Start of Records supplied
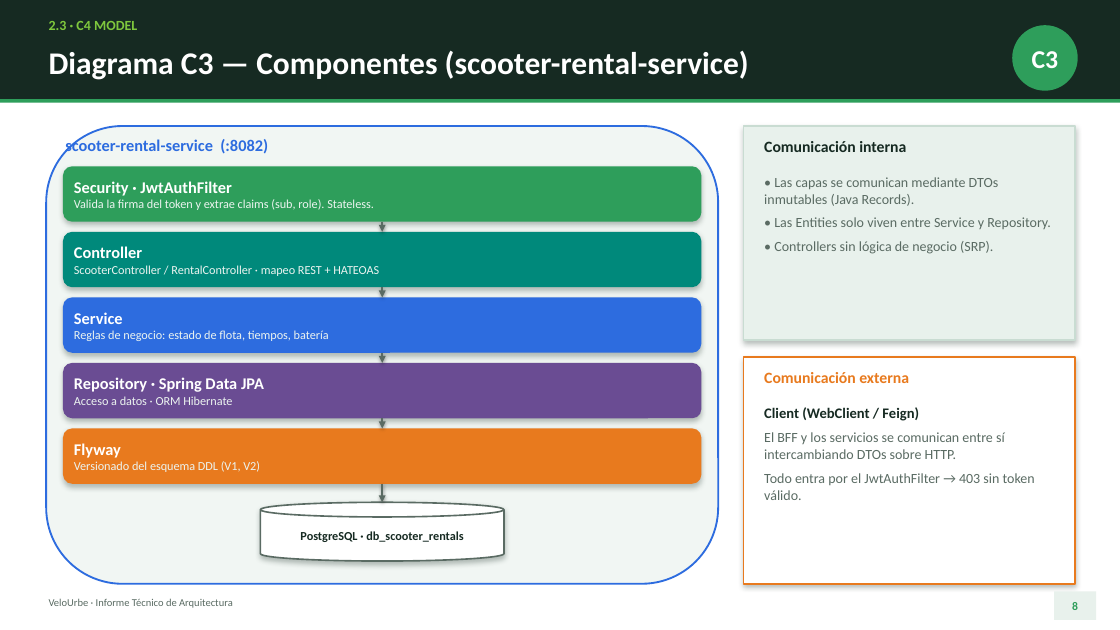
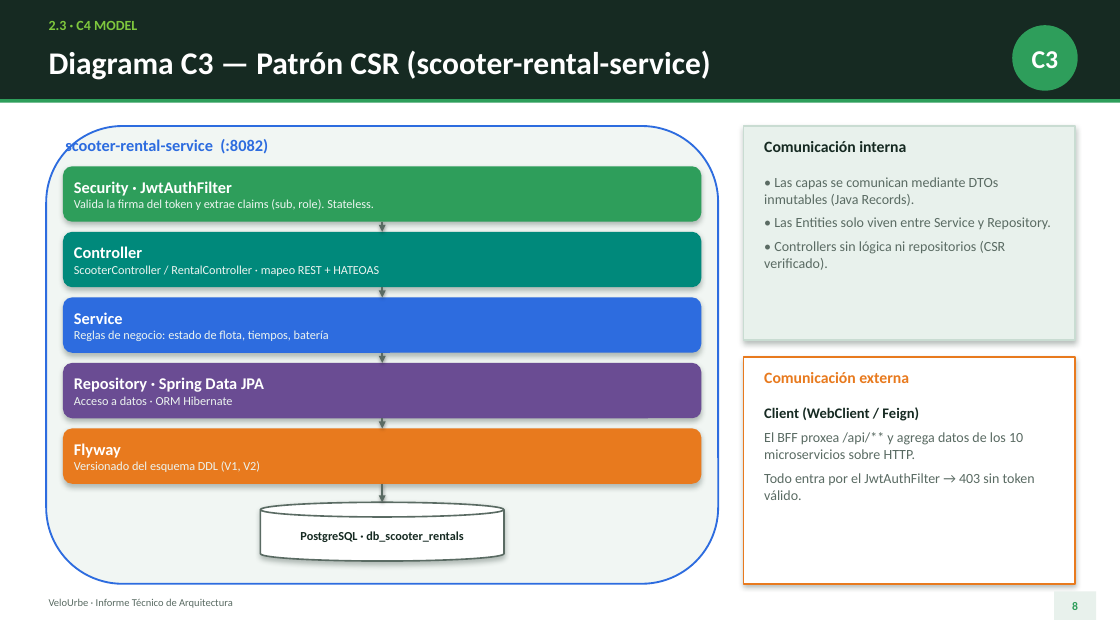
Before and after one commit to ethan1213/velourbe-platform, a slide deck: slide 8 of Presentacion VeloUrbe.pptx. Drawn at 1120x630 pixels with LibreOffice and Linux fonts; fonts in the diff are those of the drawing. Boxes give left, top, right and bottom in pixels: in the first picture for what was removed or moved away, otherwise in the second. Text is boxed around its words. In the diff, an @@ line names an element or a change of style, - is before the commit and + after.

```diff
--- a/Presentacion VeloUrbe.pptx
+++ b/Presentacion VeloUrbe.pptx
@@ text at (x1=49, y1=51, x2=711, y2=80): text changed @@
-Diagrama C3 — Componentes (scooter-rental-service)
+Diagrama C3 — Patrón CSR (scooter-rental-service)
@@ text at (x1=764, y1=241, x2=1006, y2=270): text changed @@
-• Controllers sin lógica de negocio (SRP).
+• Controllers sin lógica ni repositorios (CSR verificado).
@@ text at (x1=764, y1=432, x2=1023, y2=459): text changed @@
-El BFF y los servicios se comunican entre sí intercambiando DTOs sobre HTTP.
+El BFF proxea /api/** y agrega datos de los 10 microservicios sobre HTTP.
```
Also in this commit, not shown: 6 other slides changed.
End of Records supplied
# Task statement:
Output the full listing above exactly, excluding all pictures.

# Response for this exercise:
Before and after one commit to ethan1213/velourbe-platform, a slide deck: slide 8 of Presentacion VeloUrbe.pptx. Drawn at 1120x630 pixels with LibreOffice and Linux fonts; fonts in the diff are those of the drawing. Boxes give left, top, right and bottom in pixels: in the first picture for what was removed or moved away, otherwise in the second. Text is boxed around its words. In the diff, an @@ line names an element or a change of style, - is before the commit and + after.

```diff
--- a/Presentacion VeloUrbe.pptx
+++ b/Presentacion VeloUrbe.pptx
@@ text at (x1=49, y1=51, x2=711, y2=80): text changed @@
-Diagrama C3 — Componentes (scooter-rental-service)
+Diagrama C3 — Patrón CSR (scooter-rental-service)
@@ text at (x1=764, y1=241, x2=1006, y2=270): text changed @@
-• Controllers sin lógica de negocio (SRP).
+• Controllers sin lógica ni repositorios (CSR verificado).
@@ text at (x1=764, y1=432, x2=1023, y2=459): text changed @@
-El BFF y los servicios se comunican entre sí intercambiando DTOs sobre HTTP.
+El BFF proxea /api/** y agrega datos de los 10 microservicios sobre HTTP.
```
Also in this commit, not shown: 6 other slides changed.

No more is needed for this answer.